I might sound a bit harsh towards my alma mater in the preceding paragraphs. It is not my intent. Obviously if I had to choose between an institution like St Edmund’s and a corporate-style “international” school, I would pick St Edmund’s any day. Though Privately-held, such “religious” schools are also Public in a way because they must answer to a tithe-paying congregation. However, increasingly, we are seeing that Government assistance towards its own institutions is becoming increasingly scarce and Private schools are benefiting a lot from this. The present MDA government has taken the rather audacious decision to shut down hundreds of schools within the state. This will have a grave impact on the education scenario. I suspect that the money they save from these austerity measures will go to enrich the coffers of various Private schools all over the state.

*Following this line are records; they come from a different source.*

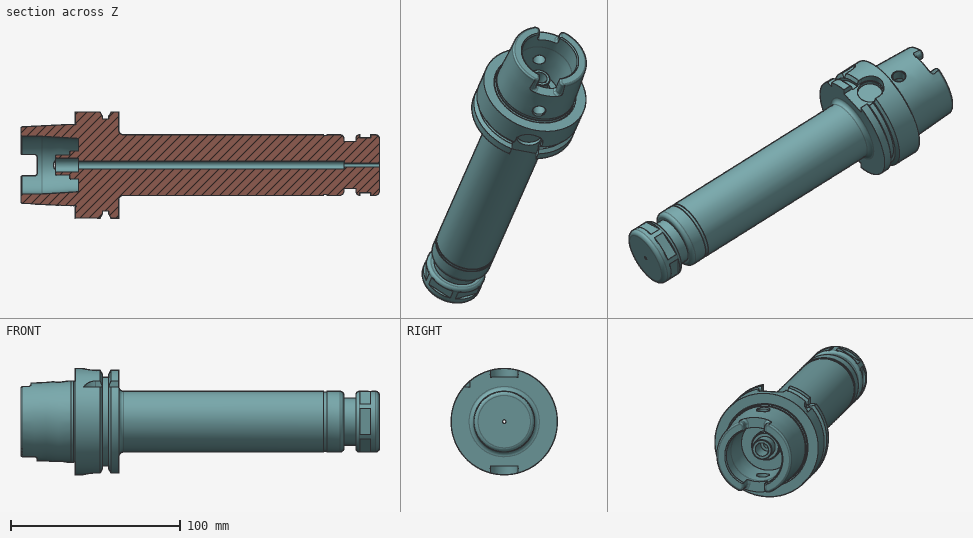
import cadquery as cq
import math


total_length = 212.0

taper_end_x = 29.5
flange_face_x = 32.0
shank_radius = 24.2
taper_ratio = 1 / 10
shank_mouth_radius = 22.7
mouth_rounding = 1.0
neck_relief_x = 31.0
neck_relief_radius = 23.7
face_relief_radius = 25.2
face_relief_depth = 0.6

flange_radius = 63.0 / 2
flange_end_x = 57.9
groove_center_x = 50.0
groove_mouth_width = 6.4
groove_floor_width = 3.5
groove_cone_radius = 29.0
groove_floor_radius = 27.3

shaft_radius = 36.0 / 2
flange_root_fillet = 2.8
band_x = 179.0
band_width = 2.0
band_radius = 17.5
shaft_end_x = 191.0
end_rounding = 2.5

nut_neck_radius = 28.0 / 2
nut_start_x = 198.0
nut_back_rounding = 2.1
nut_flat_count = 6
nut_flat_distance = 16.3
nut_flat_start_x = 200.3
nut_flat_width = 6.4

bore_radius = 17.0
bore_chamfer = 0.75
bore_straight_depth = 12.5
bore_floor_radius = 15.7
bore_floor_x = 34.0

collar_radius = 17.0 / 2
collar_chamfer = 0.53
collar_start_x = 28.8
tube_radius = 12.0 / 2
tube_chamfer = 0.5
tube_tip_x = 20.4
tube_bore_diameter = 8.0

passage_diameter = 4.5
outlet_diameter = 2.0

keyway_width = 12.5
keyway_depth_top = 6.0
keyway_depth_bottom = 9.5
keyway_root_z = 10.5
keyway_lip_z = 20.8
keyway_edge_radius = 2.1
keyway_floor_radius = 1.5

access_x = 23.1
access_diameter = 7.5
access_mouth_diameter = 8.7
access_inner_z = 13.8

slot_width = 16.3
slot_center_x = 44.7
slot_floor_z = 26.3
pocket_diameter = 14.8
pocket_depth = 2.3

notch_floor_z = 20.4
notch_wall_y = -20.4
notch_end_x = 44.0
notch_cutter_radius = 8.5


def revolve_about_x(profile):
    return profile.close().revolve(360, (0, 0, 0), (1, 0, 0))


def bar(x_start, x_end, radius):
    return cq.Workplane("YZ", origin=(x_start, 0, 0)).circle(radius).extrude(x_end - x_start)


def make_flange_and_shank():
    taper_radius = shank_mouth_radius + taper_end_x * taper_ratio / 2
    relief_bottom_radius = (neck_relief_radius + face_relief_radius) / 2
    mouth_half = groove_mouth_width / 2
    floor_half = groove_floor_width / 2
    return revolve_about_x(
        cq.Workplane("XY")
        .moveTo(0, 0)
        .lineTo(0, shank_mouth_radius)
        .lineTo(taper_end_x, taper_radius)
        .lineTo(taper_end_x, shank_radius)
        .lineTo(neck_relief_x, shank_radius)
        .lineTo(flange_face_x, neck_relief_radius)
        .lineTo(flange_face_x + face_relief_depth, relief_bottom_radius)
        .lineTo(flange_face_x, face_relief_radius)
        .lineTo(flange_face_x, flange_radius)
        .lineTo(groove_center_x - mouth_half, flange_radius)
        .lineTo(groove_center_x - floor_half, groove_cone_radius)
        .lineTo(groove_center_x - floor_half, groove_floor_radius)
        .lineTo(groove_center_x + floor_half, groove_floor_radius)
        .lineTo(groove_center_x + floor_half, groove_cone_radius)
        .lineTo(groove_center_x + mouth_half, flange_radius)
        .lineTo(flange_end_x, flange_radius)
        .lineTo(flange_end_x, 0)
    )


def make_shaft():
    root = flange_root_fillet
    shaft = revolve_about_x(
        cq.Workplane("XY")
        .moveTo(flange_end_x, 0)
        .lineTo(flange_end_x, shaft_radius + root)
        .radiusArc((flange_end_x + root, shaft_radius), -root)
        .lineTo(band_x, shaft_radius)
        .lineTo(band_x, band_radius)
        .lineTo(band_x + band_width, band_radius)
        .lineTo(band_x + band_width, shaft_radius)
        .lineTo(shaft_end_x, shaft_radius)
        .lineTo(shaft_end_x, 0)
    )
    return shaft.faces(">X").edges().fillet(end_rounding)


def make_nut():
    nut = bar(nut_start_x, total_length, shaft_radius)
    nut = nut.faces("<X").edges().fillet(nut_back_rounding)
    nut = nut.faces(">X").edges().fillet(end_rounding)
    hexagon_diameter = 2 * nut_flat_distance / math.cos(math.pi / nut_flat_count)
    hexagon = (
        cq.Workplane("YZ", origin=(nut_flat_start_x, 0, 0))
        .transformed(rotate=(0, 0, 180 / nut_flat_count))
        .polygon(nut_flat_count, hexagon_diameter)
        .extrude(nut_flat_width)
    )
    flats = bar(nut_flat_start_x, nut_flat_start_x + nut_flat_width, 2 * shaft_radius).cut(hexagon)
    return nut.cut(flats)


def make_bore():
    return revolve_about_x(
        cq.Workplane("XY")
        .moveTo(0, 0)
        .lineTo(0, bore_radius + bore_chamfer)
        .lineTo(bore_chamfer, bore_radius)
        .lineTo(bore_straight_depth, bore_radius)
        .lineTo(bore_floor_x, bore_floor_radius)
        .lineTo(bore_floor_x, 0)
    )


def make_coolant_tube():
    collar = bar(collar_start_x, bore_floor_x, collar_radius)
    collar = collar.faces("<X").edges().chamfer(collar_chamfer)
    tube = bar(tube_tip_x, bore_floor_x, tube_radius)
    tube = tube.faces("<X").edges().chamfer(tube_chamfer)
    return collar.union(tube)


def make_keyway(side, depth):
    """Open-ended slot in the shank mouth; side is +1 above the axis and -1 below it.

    Its walls curve outwards near the taper, and its floor blends into them.
    """
    half = keyway_width / 2
    edge = keyway_edge_radius
    root_z = side * keyway_root_z
    lip_z = side * keyway_lip_z
    curve_z = lip_z - side * edge
    outer_z = side * flange_radius
    straight_wall_zone = cq.selectors.BoxSelector(
        (0, -half - edge, root_z), (2 * depth, half + edge, lip_z)
    )
    return (
        cq.Workplane("YZ")
        .moveTo(-half, root_z)
        .lineTo(-half, curve_z)
        .radiusArc((-half - edge, lip_z), -side * edge)
        .lineTo(-shank_radius, lip_z)
        .lineTo(-shank_radius, outer_z)
        .lineTo(shank_radius, outer_z)
        .lineTo(shank_radius, lip_z)
        .lineTo(half + edge, lip_z)
        .radiusArc((half, curve_z), -side * edge)
        .lineTo(half, root_z)
        .close()
        .extrude(depth)
        .faces(">X")
        .edges(straight_wall_zone)
        .edges("|Z")
        .fillet(keyway_floor_radius)
    )


def make_access_hole():
    """Countersunk radial hole that stops short of the coolant tube."""
    rim_z = shank_mouth_radius + access_x * taper_ratio / 2
    hole_radius = access_diameter / 2
    flare = access_mouth_diameter / 2 - hole_radius
    return (
        cq.Workplane("XZ")
        .moveTo(0, access_inner_z)
        .lineTo(hole_radius, access_inner_z)
        .lineTo(hole_radius, rim_z - flare)
        .lineTo(hole_radius + 2 * flare, rim_z + flare)
        .lineTo(0, rim_z + flare)
        .close()
        .revolve(360, (0, 0, 0), (0, 1, 0))
        .translate((access_x, 0, 0))
    )


def make_flange_slot():
    slot_height = flange_radius - slot_floor_z
    slot_plane = cq.Workplane("XY", origin=(slot_center_x, 0, slot_floor_z))
    straight_length = flange_end_x - slot_center_x
    slot = (
        slot_plane.circle(slot_width / 2).extrude(slot_height)
        .union(
            slot_plane.center(straight_length / 2, 0)
            .rect(straight_length, slot_width)
            .extrude(slot_height)
        )
    )
    pocket = slot_plane.circle(pocket_diameter / 2).extrude(-pocket_depth)
    return slot.union(pocket)


def make_notch():
    wall_start = (notch_end_x, notch_wall_y)
    center_y = notch_wall_y - notch_cutter_radius
    return (
        cq.Workplane("XY", origin=(0, 0, notch_floor_z))
        .moveTo(*wall_start)
        .lineTo(flange_end_x, notch_wall_y)
        .lineTo(flange_end_x, center_y)
        .lineTo(notch_end_x - notch_cutter_radius, center_y)
        .radiusArc(wall_start, notch_cutter_radius)
        .close()
        .extrude(flange_radius)
    )


body = make_flange_and_shank()
for side, depth in ((1, keyway_depth_top), (-1, keyway_depth_bottom)):
    body = body.cut(make_keyway(side, depth))
body = body.faces("<X").edges().fillet(mouth_rounding)
body = body.cut(make_bore())

for turn in (0, 180):
    for cutter in (make_flange_slot(), make_access_hole()):
        body = body.cut(cutter.rotate((0, 0, 0), (1, 0, 0), turn))
body = body.cut(make_notch())

body = body.union(make_shaft())
body = body.union(bar(shaft_end_x, nut_start_x, nut_neck_radius))
body = body.union(make_nut())
body = body.union(make_coolant_tube())

body = body.cut(bar(tube_tip_x, bore_floor_x, tube_bore_diameter / 2))
body = body.cut(bar(bore_floor_x, shaft_end_x, passage_diameter / 2))
body = body.cut(bar(shaft_end_x, total_length, outlet_diameter / 2))

result = body

The success of schools like Pine Mount is almost never talked about. The institution might be going through some crisis as was seen in the news last year and I can personally testify that it needs a severe professional overhaul and a shake-up of its management. However it would be unfair to neglect the fact that it has been able to consistently produce intelligent, capable, professional women for decades in spite of being an entirely government-owned school. When Lahkmen Rymbui, our own Betsy Devos, proposed the shutdown of the government schools did he offer plans to set up Pine Mount-style schools in every district? What is the new investment plan for Education that goes beyond “skilling” that his government envisions? We don’t need more zombies and drones; our education must be relevant and it must inform our decisions as rational, independent-thinking citizens.